In Fig. 8, the results with different sampling rates of different neighboring choices are shown. When incorporating different neighboring nodes, the performance is best at the sampling rate at 5 for different choices of the BCS graph. When the sampling rate is 10, the performance decreases for every BCS graph. A large number of neighboring nodes can bring noisy data to the session representation learning, which is harmful to the model. An adequate choice of the neighboring nodes can boost the performance with the cross-session information.

5.7. Comparison with Other GNN Layers (RQ3)

To efficiently convey information between items in a session graph, we propose to use WGAT, which suits the situation of the session better. As mentioned above, there are many different GNN layers that can be used to generate node embeddings, e.g., GCN (Kipf and Welling, 2017), GAT (Velickovic et al., 2018) and gated graph networks (Li et al., 2016; Wu et al., 2019). To prove the usefulness of WGAT, we substitute all three WGAT layers with GCN, GAT and gated graph networks respectively in our model. For GCN and GAT, they both initially work for the unweighted and undirected graph, which is not the same setting as the proposed session graph. To make both of them work on the session graph, we directly convert the session graph into undirected by replacing the originally directed edges with undirected ones, i.e., reverse the source and target nodes of edges. And we simply omit the original weight of edges and set all connections between nodes with the same weight 1. For the other one, Gated graph networks, it can work with the session graph setting in its original form without any modification on the session graph.

5.7.1. General Comparison

In Fig. 9(a) and Fig. 9(b), results of different GNN layers are shown with R@20 and MRR@20 indices. FGNN is the model proposed in this work, which achieves the best performance. WGAT is more powerful than other GNN layers in the session-based recommendation. GCN and GAT are not able to capture the direction and the explicit weight of edges, resulting in performing worse than WGAT and gated graph networks, which hold the ability to capture this information. Between WGAT and gated graph networks, WGAT performs better because of the stronger ability of representation learning.

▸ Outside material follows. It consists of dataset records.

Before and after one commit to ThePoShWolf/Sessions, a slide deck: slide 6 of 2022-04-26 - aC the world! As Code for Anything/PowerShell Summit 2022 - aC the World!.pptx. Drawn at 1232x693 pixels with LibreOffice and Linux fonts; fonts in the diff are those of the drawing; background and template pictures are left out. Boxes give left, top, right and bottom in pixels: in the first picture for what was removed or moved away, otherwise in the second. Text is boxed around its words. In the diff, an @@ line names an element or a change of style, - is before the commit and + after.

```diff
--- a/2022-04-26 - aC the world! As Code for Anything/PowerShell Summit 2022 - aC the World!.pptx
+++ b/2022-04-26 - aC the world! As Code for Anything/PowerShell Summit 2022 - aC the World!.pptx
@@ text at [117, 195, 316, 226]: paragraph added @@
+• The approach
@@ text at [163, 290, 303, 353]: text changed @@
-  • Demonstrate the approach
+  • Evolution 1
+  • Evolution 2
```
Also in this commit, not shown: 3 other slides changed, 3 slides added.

5.7.2. Performance of Different Numbers of Head and Layer

For the study of WGAT, we test how the number of layers and heads affect the R@20 index performance on Yooshoose1/64. In Fig. 10, we report the experiment results of different number of layers ranging in $\{1,2,3,4,5\}$ and heads ranging in $\{1,2,4,8,16\}$ . It shows that stacking three WGAT layers with eight heads performs the best. Lower results are shown for smaller models for the reason that the capacity of them is too low to represent the complexity of the item dependency relationship. According to the tendency of results of larger models, it is too complicated to train the model and the overfitting does harm to the final performance.

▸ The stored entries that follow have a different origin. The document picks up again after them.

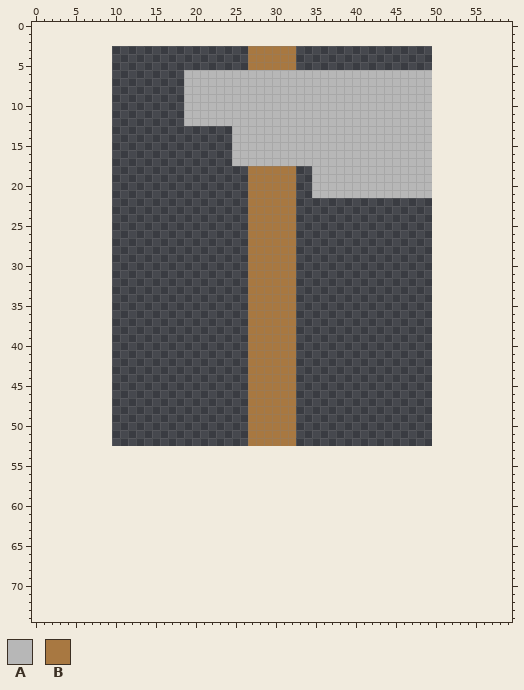
Sprite sheet, stored at FarmShooter/bin/Debug/net5.0/Textures/Base_Axe_Iron.png. That is the earlier state.
The file is 40x50 pixels. The old version is drawn lined up with the new one, on the new canvas.
Palette (. is transparent): A #b7b7b7  B #a87841
Pixels before (only the part around the change), first column x 3:
 0 .........................................................
 1 .........................................................
 2 .........................................................
 3 ........................BBBBBB...........................
 4 ........................BBBBBB...........................
 5 ........................BBBBBB...........................
 6 ................AAAAAAAAAAAAAAAAAAAAAAAAAAAAAAA..........
 7 ................AAAAAAAAAAAAAAAAAAAAAAAAAAAAAAA..........
 8 ................AAAAAAAAAAAAAAAAAAAAAAAAAAAAAAA..........
 9 ................AAAAAAAAAAAAAAAAAAAAAAAAAAAAAAA..........
10 ................AAAAAAAAAAAAAAAAAAAAAAAAAAAAAAA..........
11 ................AAAAAAAAAAAAAAAAAAAAAAAAAAAAAAA..........
12 ................AAAAAAAAAAAAAAAAAAAAAAAAAAAAAAA..........
13 ......................AAAAAAAAAAAAAAAAAAAAAAAAA..........
14 ......................AAAAAAAAAAAAAAAAAAAAAAAAA..........
15 ......................AAAAAAAAAAAAAAAAAAAAAAAAA..........
16 ......................AAAAAAAAAAAAAAAAAAAAAAAAA..........
17 ......................AAAAAAAAAAAAAAAAAAAAAAAAA..........
18 ........................BBBBBB..AAAAAAAAAAAAAAA..........
19 ........................BBBBBB..AAAAAAAAAAAAAAA..........
20 ........................BBBBBB..AAAAAAAAAAAAAAA..........
21 ........................BBBBBB..AAAAAAAAAAAAAAA..........
22 ........................BBBBBB...........................
23 ........................BBBBBB...........................
24 ........................BBBBBB...........................
25 ........................BBBBBB...........................
26 ........................BBBBBB...........................
27 ........................BBBBBB...........................
28 ........................BBBBBB...........................
29 ........................BBBBBB...........................
30 ........................BBBBBB...........................
31 ........................BBBBBB...........................
32 ........................BBBBBB...........................
33 ........................BBBBBB...........................
34 ........................BBBBBB...........................
35 ........................BBBBBB...........................
36 ........................BBBBBB...........................
37 ........................BBBBBB...........................
38 ........................BBBBBB...........................
39 ........................BBBBBB...........................
40 ........................BBBBBB...........................
41 ........................BBBBBB...........................
42 ........................BBBBBB...........................
43 ........................BBBBBB...........................
44 ........................BBBBBB...........................
45 ........................BBBBBB...........................
46 ........................BBBBBB...........................
47 ........................BBBBBB...........................
48 ........................BBBBBB...........................
49 ........................BBBBBB...........................
50 ........................BBBBBB...........................
51 ........................BBBBBB...........................
52 ........................BBBBBB...........................
53 .........................................................
54 .........................................................
55 .........................................................
56 .........................................................
57 .........................................................
58 .........................................................
59 .........................................................
60 .........................................................
61 .........................................................
62 .........................................................
63 .........................................................
64 .........................................................
65 .........................................................
66 .........................................................
67 .........................................................
68 .........................................................
69 .........................................................
70 .........................................................
71 .........................................................
72 .........................................................
73 .........................................................
74 .........................................................
New version:
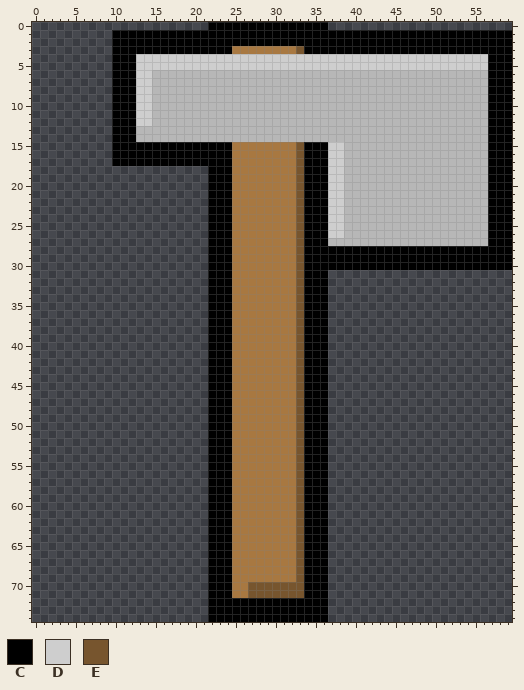
Colours new in this view: C #000000  D #cecece  E #77552e
What changed:
canvas 40x50 -> 60x75, the old top-left corner now at 10,3
y 0: x 22..36 ............... -> CCCCCCCCCCCCCCC
y 1..2: x 10..59 .................................................. -> CCCCCCCCCCCCCCCCCCCCCCCCCCCCCCCCCCCCCCCCCCCCCCCCCC
y 3: x 10..26 ................. -> CCCCCCCCCCCCCCCBB; x 33..59 ........................... -> ECCCCCCCCCCCCCCCCCCCCCCCCCC
y 4..5: x 10..59 .................BBBBBB........................... -> CCCDDDDDDDDDDDDDDDDDDDDDDDDDDDDDDDDDDDDDDDDDDDDCCC
y 6..12: x 10..18 ......... -> CCCDDAAAA; x 50..59 .......... -> AAAAAAACCC
y 13..14: x 10..24 ............... -> CCCAAAAAAAAAAAA; x 50..59 .......... -> AAAAAAACCC
y 15..17: x 10..38 ...............AAAAAAAAAAAAAA -> CCCCCCCCCCCCCCCBBBBBBBBECCCDD; x 50..59 .......... -> AAAAAAACCC
y 18..21: x 22..26 ..... -> CCCBB; x 33..38 ..AAAA -> ECCCDD; x 50..59 .......... -> AAAAAAACCC
y 22..26: x 22..26 ..... -> CCCBB; x 33..59 ........................... -> ECCCDDAAAAAAAAAAAAAAAAAACCC
y 27: x 22..26 ..... -> CCCBB; x 33..59 ........................... -> ECCCAAAAAAAAAAAAAAAAAAAACCC
y 28..30: x 22..26 ..... -> CCCBB; x 33..59 ........................... -> ECCCCCCCCCCCCCCCCCCCCCCCCCC
y 31..52: x 22..26 ..... -> CCCBB; x 33..36 .... -> ECCC
y 53..69: x 22..36 ............... -> CCCBBBBBBBBECCC
y 70..71: x 22..36 ............... -> CCCBBEEEEEEECCC
y 72..74: x 22..36 ............... -> CCCCCCCCCCCCCCC
Boxes around the changes in both pictures, in picture pixels (x1, y1, x2, y2):
changed: (112, 22, 512, 622)

5.8. Comparison with Other Graph Embedding Methods (RQ4)

Different approaches for generating the session embedding after obtaining the node embeddings stand for different emphasis of the input items. The Readout function proposed in this work learns an inherent order of the nodes by the query vector, which indicates the relatively different impact on the user’s preference along with the item dependency. To prove the superiority of our Readout function, we replace the Readout function with other session embedding generators:

•

FGNN-SG-ATT We apply the widely-used self-attention of the last input item. It directly considers the last input item as the short-term reference and all other items as the long-term reference.
•

FGNN-SG-GRU To compare the inherent order learned by our Readout function, we use GRU to directly make use of the input session sequence order.
•

FGNN-SG-SortPool SortPooling is introduced by Zhang et al. (Zhang et al., 2018) to perform a pooling on graph level by sorting the features of nodes. This sorting can be viewed as a kind of order as well.

5.8.1. General Comparison

In Fig. 11(a) and Fig. 11(b), results of different methods for graph level embedding generation are presented for all three datasets with the R@20 and MRR@20 indices. It is obvious that the proposed Readout function achieves the best result. For FGNN-GRU and FGNN-SortPool, they both contain an order but it is too simple to capture the item dependency relationship. FGNN-GRU uses GRU to encode the session sequence with the input order. Such a setting is similar to common RNN-based methods. As a consequence, it performs worse than the attention-based method FGNN-ATT-OUT, which takes both the short-term and the long-term preference into consideration. As for FGNN-SortPool, it sorts the nodes based on WL colors from previous multiple layers of computations. Although it does not simply rely on the input order of the session sequence, the order for the nodes is set according to the relative scale of the features. For the best performance, our Readout function learns the order of the item dependency relationship, which is different from using the time order or the hand-crafted split of long-term and short-term preference. The results prove that there is a more accurate order for the model to make a more accurate recommendation.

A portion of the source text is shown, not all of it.